Would you please transcribe, exactly as written, the lines of the entries below starting at the one that holds "r = MOUTH_FLARE_RADIUS" and ending at the one that holds "- r, HEIGHT)", both included?

·····

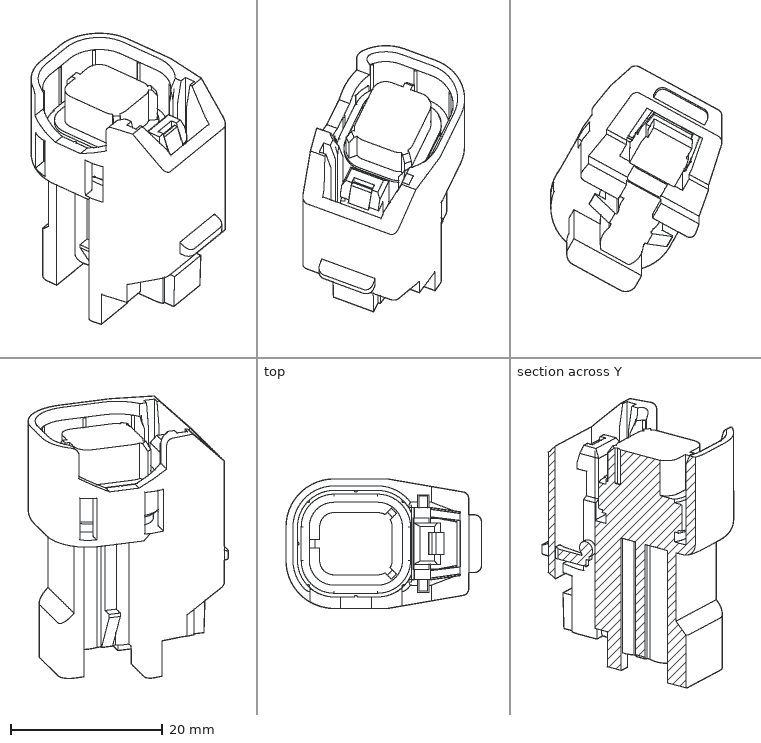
import cadquery as cq
import math

HEIGHT = 33.4

CORNER_X = 2.88
CORNER_Y = 2.2
R_OUTER = 6.39
R_LEAD_IN = 5.45
R_CAVITY = 4.85
R_SEAL = 4.36
R_FLANGE = 3.8
R_PLATE = 3.29
R_CORE = 1.92
BOWL_BOTTOM = 18.92
BOWL_FILLET = 2.0
BOWL_FLOOR = 20.5
LEAD_IN_DEPTH = 1.56
FLANGE_BOTTOM = 21.85
SEAL_BOTTOM = 22.25
SEAL_TOP = 26.1
SEAL_FILLET = 0.25
PLATE_TOP = 26.57
CORE_TOP = 31.6
HALF_WIDTH = CORNER_Y + R_OUTER

KEY_WIDTH = 1.1
KEY_TIP = R_PLATE
DIAGONAL_KEY_WIDTH = 0.96
DIAGONAL_KEY_TIP = 3.05
KEY_CHAMFER_DROP = 1.03
KEY_CHAMFER_RUN = 0.75
CRUSH_RIB_RADIUS = 0.2
DIAGONAL = 45

BODY_FRONT = 3.09
BODY_BACK = 14.95
TAPER_START = 4.17
TAPER_ANGLE = 9.8
BACK_CORNER_RADIUS = 0.95
FRONT_CORNER_RADIUS = 0.8
TOP_CHAMFER_START = 9.98
BACK_LOWER_Z = 11.23
STEP_X = 9.15
STEP_TOP_Z = 7.98
STEP_Z = 5.0
REAR_LEG_BACK = 5.38
REAR_LEG_GAP_HALF = 2.6

TAB_TIP = 16.64
TAB_HALF_WIDTH = 3.84
TAB_BOTTOM = 13.47
TAB_TIP_TOP = 14.46
TAB_ROOT_TOP = 15.33
TAB_CORNER_RADIUS = 1.0

CHANNEL_FRONT = 7.38
CHANNEL_BACK = 13.78
CHANNEL_HALF = 4.76
CHANNEL_BACK_HALF = 4.2
CHANNEL_STRAIGHT_END = 9.9
CHANNEL_FLARE_DEPTH = 3.1
CHANNEL_FLARE_ANGLE = 13.4
PIN_SLOT_FRONT = 8.17
PIN_SLOT_BACK = 9.65
PIN_SLOT_HALF = 6.44
PIN_SLOT_FLOOR = 14.5
PIN_CLEARANCE = 0.15

LEVER_FRONT = 7.7
LEVER_BACK = 9.7
LEVER_HALF = 3.39
LEVER_BOTTOM = 3.21
SHOULDER_Z = 22.65
NECK_Z = 23.0
HEAD_HALF = 2.74
HEAD_BASE_Z = 28.8
HEAD_TOP_Z = 29.9
HEAD_TOP_FRONT = 8.46
HEAD_TOP_BACK = 10.43
HEAD_BACK = 11.2
HEAD_TOP_HALF = 2.3
HEAD_BACK_Z = 27.4
HEAD_BOTTOM_Z = 26.5
HOOK_HALF = 1.45
HOOK_SLOT_FRONT = 9.6
HOOK_LIP_FRONT = 10.1
HOOK_LIP_BACK = 10.6
HOOK_LIP_Z = 29.4
HOOK_BACK = 11.65
PIVOT_Z = 16.0
PIVOT_X = 8.8
PIVOT_RADIUS = 1.1
PIN_TOP_Z = 16.7
ARM_OUTER = 4.6
ARM_INNER = 3.55
ARM_BACK_OUTER = 4.02
ARM_BACK_INNER = 3.05
ARM_BOTTOM = 13.5
ARM_TOP = 15.0
ARM_ROOT_FRONT = 13.1
ARM_ROOT_TOP = 15.15
FOOT_FRONT = 7.55
FOOT_TAPER_START = 10.78
FOOT_SHANK_BACK = 11.72
FOOT_BACK = 13.4
TOE_BOTTOM_BACK = 13.25
FOOT_BACK_HALF = 2.9
FOOT_TOP = 8.3
SHANK_SHELF_Z = 11.2
SHANK_TOP = 12.5

BUMPER_HALF = 2.5
BUMPER_FILLET = 0.57

LEG_HALF = 5.13
LEG_INNER = -4.42
LEG_OUTER = -5.82
LEG_FOOT_OUTER = -7.53
LEG_FOOT_TOP = 9.2
LEG_CORNER_RADIUS = 1.55

TUBE_CENTRE_Y = 1.05
TUBE_CENTRE_X = 2.5
TUBE_RADIUS = 2.85
TUBE_BOTTOM = 2.5
WEB_HALF_WIDTH = 1.3
RAIL_WIDTH = 1.56
RAIL_OUT = 4.33
CATCH_OUT = 5.89
CATCH_TOP = 8.28
CATCH_LIP = 0.48

MOUTH_HALF = 6.07
MOUTH_FLOOR_HALF = 2.07
MOUTH_FLOOR_Z = 27.13
MOUTH_SHOULDER_Z = 29.2
MOUTH_FLARE_RADIUS = 0.87
OPENING_INNER_Y = -5.0
WINDOW_TOP = 26.4
WINDOWS = [(-5.95, -3.84), (2.88, 5.6)]


def prism(outline, bottom, top, taper=0):
    """Vertical prism over a closed XY outline."""
    base = cq.Workplane("XY").workplane(offset=bottom).polyline(outline).close()
    return base.extrude(top - bottom, taper=taper)


def side_prism(outline, y_min, y_max):
    """Prism over a closed XZ outline, reaching from y_min to y_max."""
    return cq.Workplane("XZ", origin=(0, y_max, 0)).polyline(outline).close().extrude(y_max - y_min)


def box(x_min, x_max, y_min, y_max, z_min, z_max):
    size = (x_max - x_min, y_max - y_min, z_max - z_min)
    return cq.Workplane("XY").box(*size, centered=False).translate((x_min, y_min, z_min))


def mirrored_outline(upper):
    """Close an XY outline by mirroring its +Y points across the X axis."""
    return upper + [(x, -y) for x, y in reversed(upper)]


def ring_block(radius, bottom, top):
    """Rounded rectangle around the bowl centre, with the shared corner centres."""
    block = box(-CORNER_X - radius, CORNER_X + radius, -CORNER_Y - radius, CORNER_Y + radius, bottom, top)
    return block.edges("|Z").fillet(radius)


def bowl_shell():
    left = -CORNER_X - R_OUTER
    shell = box(left, TAPER_START, -HALF_WIDTH, HALF_WIDTH, BOWL_BOTTOM, HEIGHT)
    shell = shell.edges("|Z and <X").fillet(R_OUTER)
    return shell.faces("<Z").edges("not(>X)").fillet(BOWL_FILLET)


def rear_body():
    back_half = HALF_WIDTH - (BODY_BACK - TAPER_START) * math.tan(math.radians(TAPER_ANGLE))
    plan = prism(
        mirrored_outline([(BODY_FRONT, HALF_WIDTH), (TAPER_START, HALF_WIDTH), (BODY_BACK, back_half)]),
        0,
        HEIGHT,
    )
    plan = plan.edges("|Z and >X").fillet(BACK_CORNER_RADIUS)
    plan = plan.edges("|Z and <X").fillet(FRONT_CORNER_RADIUS)
    chamfer_end_z = HEIGHT - (BODY_BACK - TOP_CHAMFER_START)
    profile = [
        (BODY_FRONT, 0),
        (REAR_LEG_BACK, 0),
        (REAR_LEG_BACK, STEP_Z),
        (STEP_X, STEP_Z),
        (STEP_X, STEP_TOP_Z),
        (BODY_BACK, BACK_LOWER_Z),
        (BODY_BACK, chamfer_end_z),
        (TOP_CHAMFER_START, HEIGHT),
        (BODY_FRONT, HEIGHT),
    ]
    body = plan.intersect(side_prism(profile, -HALF_WIDTH, HALF_WIDTH))
    gap = box(BODY_FRONT, REAR_LEG_BACK, -REAR_LEG_GAP_HALF, REAR_LEG_GAP_HALF, 0, TUBE_BOTTOM)
    return body.cut(gap)


def grip_tab():
    root = BODY_BACK - BACK_CORNER_RADIUS
    slope = (TAB_ROOT_TOP - TAB_TIP_TOP) / (TAB_TIP - BODY_BACK)
    inner_top = TAB_ROOT_TOP + slope * BACK_CORNER_RADIUS
    profile = [(root, TAB_BOTTOM), (TAB_TIP, TAB_BOTTOM), (TAB_TIP, TAB_TIP_TOP), (root, inner_top)]
    plan = box(root, TAB_TIP, -TAB_HALF_WIDTH, TAB_HALF_WIDTH, TAB_BOTTOM, inner_top)
    plan = plan.edges("|Z and >X").fillet(TAB_CORNER_RADIUS)
    return plan.intersect(side_prism(profile, -TAB_HALF_WIDTH, TAB_HALF_WIDTH))


def bowl_cavity():
    straight = ring_block(R_CAVITY, BOWL_FLOOR, HEIGHT - LEAD_IN_DEPTH)
    lead_angle = math.degrees(math.atan((R_LEAD_IN - R_CAVITY) / LEAD_IN_DEPTH))
    rim = straight.faces(">Z").wires().toPending().workplane()
    return rim.extrude(LEAD_IN_DEPTH, taper=-lead_angle)


def latch_channel():
    outline = mirrored_outline(
        [
            (CHANNEL_FRONT, CHANNEL_HALF),
            (CHANNEL_STRAIGHT_END, CHANNEL_HALF),
            (CHANNEL_BACK, CHANNEL_BACK_HALF),
        ]
    )
    flare_bottom = HEIGHT - CHANNEL_FLARE_DEPTH
    channel = prism(outline, 0, flare_bottom)
    channel = channel.union(prism(outline, flare_bottom, HEIGHT, taper=-CHANNEL_FLARE_ANGLE))
    pin_slots = box(PIN_SLOT_FRONT, PIN_SLOT_BACK, -PIN_SLOT_HALF, PIN_SLOT_HALF, PIN_SLOT_FLOOR, HEIGHT)
    return channel.union(pin_slots)


def mouth_opening():
    """Wide notch in the -Y rim, with flared top corners."""
    y_out = -HALF_WIDTH
    r = MOUTH_FLARE_RADIUS
    sketch = (
        cq.Workplane("XZ", origin=(0, OPENING_INNER_Y, 0))
        .moveTo(-MOUTH_FLOOR_HALF, MOUTH_FLOOR_Z)
        .lineTo(MOUTH_FLOOR_HALF, MOUTH_FLOOR_Z)
        .lineTo(MOUTH_HALF, MOUTH_SHOULDER_Z)
        .lineTo(MOUTH_HALF, HEIGHT - r)
        .radiusArc((MOUTH_HALF + r, HEIGHT), r)
        .lineTo(-MOUTH_HALF - r, HEIGHT)
        .radiusArc((-MOUTH_HALF, HEIGHT - r), r)
        .lineTo(-MOUTH_HALF, MOUTH_SHOULDER_Z)
        .close()
    )
    return sketch.extrude(OPENING_INNER_Y - y_out)


def core_key(centre_x, centre_y, angle, width, tip):
    """Rib on the core, pointing outwards at the given angle, with a sloped top end."""
    profile = [
        (0, BOWL_FLOOR),
        (tip, BOWL_FLOOR),
        (tip, CORE_TOP - KEY_CHAMFER_DROP),
        (tip - KEY_CHAMFER_RUN, CORE_TOP),
        (0, CORE_TOP),
    ]
    key = side_prism(profile, -width / 2, width / 2)
    return key.rotate((0, 0, 0), (0, 0, 1), angle).translate((centre_x, centre_y, 0))


def core():
    seal = ring_block(R_SEAL, SEAL_BOTTOM, SEAL_TOP).edges("#Z").fillet(SEAL_FILLET)
    reach_x = CORNER_X + R_SEAL
    reach_y = CORNER_Y + R_SEAL
    seal = seal.union(box(-reach_x, reach_x, -CORNER_Y, CORNER_Y, SEAL_BOTTOM, SEAL_TOP))
    seal = seal.union(box(-CORNER_X, CORNER_X, -reach_y, reach_y, SEAL_BOTTOM, SEAL_TOP))
    body = ring_block(R_FLANGE, FLANGE_BOTTOM, SEAL_BOTTOM).union(seal)
    body = body.union(ring_block(R_PLATE, BOWL_FLOOR, PLATE_TOP))
    body = body.union(ring_block(R_CORE, BOWL_FLOOR, CORE_TOP))
    body = body.union(core_key(-CORNER_X, 0, 180, KEY_WIDTH, KEY_TIP))
    for side in (-1, 1):
        diagonal = core_key(CORNER_X, side * CORNER_Y, side * DIAGONAL, DIAGONAL_KEY_WIDTH, DIAGONAL_KEY_TIP)
        body = body.union(diagonal)
    return body


def crush_ribs():
    diagonal = R_CAVITY * math.cos(math.radians(DIAGONAL))
    corner_x = CORNER_X + diagonal
    corner_y = CORNER_Y + diagonal
    side_y = CORNER_Y + R_CAVITY
    spots = [(-CORNER_X - R_CAVITY, 0), (0, side_y), (-corner_x, corner_y), (corner_x, corner_y)]
    spots += [(-corner_x, -corner_y), (corner_x, -corner_y), (0, -side_y)]
    ribs = cq.Workplane("XY").workplane(offset=BOWL_FLOOR).pushPoints(spots).circle(CRUSH_RIB_RADIUS)
    return ribs.extrude(HEIGHT - LEAD_IN_DEPTH - BOWL_FLOOR)


def front_leg():
    foot_slope = LEG_OUTER - LEG_FOOT_OUTER
    profile = [
        (LEG_INNER, 0),
        (LEG_FOOT_OUTER, 0),
        (LEG_FOOT_OUTER, LEG_FOOT_TOP - foot_slope),
        (LEG_OUTER, LEG_FOOT_TOP),
        (LEG_INNER, LEG_FOOT_TOP),
    ]
    plan = box(LEG_FOOT_OUTER, LEG_INNER, -LEG_HALF, LEG_HALF, 0, LEG_FOOT_TOP)
    plan = plan.edges("|Z and <X").fillet(LEG_CORNER_RADIUS)
    foot = plan.intersect(side_prism(profile, -LEG_HALF, LEG_HALF))
    shank = box(LEG_OUTER, LEG_INNER, -LEG_HALF, LEG_HALF, LEG_FOOT_TOP, BOWL_FLOOR)
    return shank.union(foot)


def wire_tubes():
    web_half = math.sqrt(TUBE_RADIUS**2 - (TUBE_CENTRE_X - WEB_HALF_WIDTH) ** 2)
    web_min = TUBE_CENTRE_Y - web_half
    web_max = TUBE_CENTRE_Y + web_half
    tubes = box(-WEB_HALF_WIDTH, WEB_HALF_WIDTH, web_min, web_max, TUBE_BOTTOM, BOWL_FLOOR)
    for tube_x in (-TUBE_CENTRE_X, TUBE_CENTRE_X):
        tube = cq.Workplane("XY", origin=(tube_x, TUBE_CENTRE_Y, TUBE_BOTTOM)).circle(TUBE_RADIUS)
        tubes = tubes.union(tube.extrude(BOWL_FLOOR - TUBE_BOTTOM))
    catch_profile = [
        (0, TUBE_BOTTOM),
        (TUBE_RADIUS, TUBE_BOTTOM),
        (CATCH_OUT, CATCH_TOP - CATCH_LIP),
        (CATCH_OUT, CATCH_TOP),
        (RAIL_OUT, CATCH_TOP),
        (RAIL_OUT, BOWL_FLOOR),
        (0, BOWL_FLOOR),
    ]
    catch = side_prism(catch_profile, -RAIL_WIDTH / 2, RAIL_WIDTH / 2)
    for angle in (-90, 90):
        placed = catch.rotate((0, 0, 0), (0, 0, 1), angle).translate((0, TUBE_CENTRE_Y, 0))
        tubes = tubes.union(placed)
    return tubes


def lever_stem():
    """Upright of the lever, narrowing from the pivot to the head."""
    right_side = [
        (LEVER_HALF, LEVER_BOTTOM),
        (LEVER_HALF, SHOULDER_Z),
        (HEAD_HALF, NECK_Z),
        (HEAD_HALF, HEAD_BASE_Z),
    ]
    outline = right_side + [(-y, z) for y, z in reversed(right_side)]
    stem = cq.Workplane("YZ", origin=(LEVER_FRONT, 0, 0)).polyline(outline).close()
    return stem.extrude(LEVER_BACK - LEVER_FRONT)


def lever_head():
    side_profile = [
        (LEVER_FRONT, HEAD_BOTTOM_Z),
        (LEVER_FRONT, HEAD_BASE_Z),
        (HEAD_TOP_FRONT, HEAD_TOP_Z),
        (HEAD_TOP_BACK, HEAD_TOP_Z),
        (HEAD_BACK, HEAD_BACK_Z),
        (HEAD_BACK, HEAD_BOTTOM_Z),
    ]
    end_profile = [
        (HEAD_HALF, HEAD_BOTTOM_Z),
        (HEAD_HALF, HEAD_BASE_Z),
        (HEAD_TOP_HALF, HEAD_TOP_Z),
        (-HEAD_TOP_HALF, HEAD_TOP_Z),
        (-HEAD_HALF, HEAD_BASE_Z),
        (-HEAD_HALF, HEAD_BOTTOM_Z),
    ]
    ends = cq.Workplane("YZ", origin=(LEVER_FRONT, 0, 0)).polyline(end_profile).close()
    head = ends.extrude(HEAD_BACK - LEVER_FRONT).intersect(side_prism(side_profile, -HEAD_HALF, HEAD_HALF))
    head = head.cut(box(HOOK_SLOT_FRONT, HEAD_BACK, -HOOK_HALF, HOOK_HALF, HEAD_BOTTOM_Z, HEAD_TOP_Z))
    hook_profile = [
        (HOOK_SLOT_FRONT, HEAD_BOTTOM_Z),
        (HOOK_BACK, HEAD_BOTTOM_Z),
        (HOOK_LIP_BACK, HOOK_LIP_Z),
        (HOOK_LIP_FRONT, HOOK_LIP_Z),
        (HOOK_SLOT_FRONT, (HEAD_BOTTOM_Z + HOOK_LIP_Z) / 2),
    ]
    return head.union(side_prism(hook_profile, -HOOK_HALF, HOOK_HALF))


def lever_foot():
    """Shank with a shelf above, tapering to the back, and a narrower toe at its foot."""
    half_outline = [(FOOT_FRONT, LEVER_HALF), (FOOT_TAPER_START, LEVER_HALF), (FOOT_BACK, FOOT_BACK_HALF)]
    plan = prism(mirrored_outline(half_outline), LEVER_BOTTOM, SHANK_TOP)
    shank_profile = [
        (FOOT_FRONT, LEVER_BOTTOM),
        (FOOT_SHANK_BACK, LEVER_BOTTOM),
        (FOOT_SHANK_BACK, SHANK_SHELF_Z),
        (FOOT_BACK, SHANK_SHELF_Z),
        (FOOT_BACK, SHANK_TOP),
        (FOOT_FRONT, SHANK_TOP),
    ]
    shank = plan.intersect(side_prism(shank_profile, -LEVER_HALF, LEVER_HALF))
    toe_profile = [
        (FOOT_FRONT, LEVER_BOTTOM),
        (TOE_BOTTOM_BACK, LEVER_BOTTOM),
        (FOOT_BACK, FOOT_TOP),
        (FOOT_FRONT, FOOT_TOP),
    ]
    return shank.union(side_prism(toe_profile, -FOOT_BACK_HALF, FOOT_BACK_HALF))


def lever_pivot():
    """Pivot bar and its pins, with two arms that tie it to the back wall of the channel."""
    bar = (
        cq.Workplane("XZ", origin=(PIVOT_X, CHANNEL_HALF, PIVOT_Z))
        .circle(PIVOT_RADIUS)
        .extrude(2 * CHANNEL_HALF)
    )
    pins = box(
        PIN_SLOT_FRONT + PIN_CLEARANCE,
        PIN_SLOT_BACK - PIN_CLEARANCE,
        -PIN_SLOT_HALF + PIN_CLEARANCE,
        PIN_SLOT_HALF - PIN_CLEARANCE,
        PIN_SLOT_FLOOR,
        PIN_TOP_Z,
    )
    pivot = bar.union(pins)
    arm_outline = [
        (PIVOT_X, ARM_INNER),
        (PIVOT_X, ARM_OUTER),
        (LEVER_BACK, ARM_OUTER),
        (CHANNEL_BACK, ARM_BACK_OUTER),
        (CHANNEL_BACK, ARM_BACK_INNER),
        (LEVER_BACK, ARM_INNER),
    ]
    arm_profile = [
        (PIVOT_X, ARM_BOTTOM),
        (CHANNEL_BACK, ARM_BOTTOM),
        (CHANNEL_BACK, ARM_ROOT_TOP),
        (ARM_ROOT_FRONT, ARM_TOP),
        (PIVOT_X, ARM_TOP),
    ]
    arm = prism(arm_outline, ARM_BOTTOM, ARM_ROOT_TOP)
    arm = arm.intersect(side_prism(arm_profile, ARM_BACK_INNER, ARM_OUTER))
    return pivot.union(arm).union(arm.mirror("XZ"))


def bumper():
    """Small stop behind the rear leg, in front of the lever foot."""
    block = box(REAR_LEG_BACK, CHANNEL_FRONT, -BUMPER_HALF, BUMPER_HALF, LEVER_BOTTOM, STEP_Z)
    return block.edges("|X and <Z").fillet(BUMPER_FILLET)


housing = bowl_shell().union(rear_body()).union(grip_tab())
housing = housing.cut(bowl_cavity()).cut(latch_channel())
housing = housing.union(crush_ribs())
housing = housing.cut(mouth_opening())
for window_left, window_right in WINDOWS:
    housing = housing.cut(
        box(window_left, window_right, -HALF_WIDTH, OPENING_INNER_Y, BOWL_FLOOR, WINDOW_TOP)
    )

result = housing.union(core()).union(front_leg()).union(wire_tubes()).union(bumper())
for lever_piece in (lever_stem(), lever_head(), lever_foot(), lever_pivot()):
    result = result.union(lever_piece)

·····

> OUTPUT
    r = MOUTH_FLARE_RADIUS
    sketch = (
        cq.Workplane("XZ", origin=(0, OPENING_INNER_Y, 0))
        .moveTo(-MOUTH_FLOOR_HALF, MOUTH_FLOOR_Z)
        .lineTo(MOUTH_FLOOR_HALF, MOUTH_FLOOR_Z)
        .lineTo(MOUTH_HALF, MOUTH_SHOULDER_Z)
        .lineTo(MOUTH_HALF, HEIGHT - r)
        .radiusArc((MOUTH_HALF + r, HEIGHT), r)
        .lineTo(-MOUTH_HALF - r, HEIGHT)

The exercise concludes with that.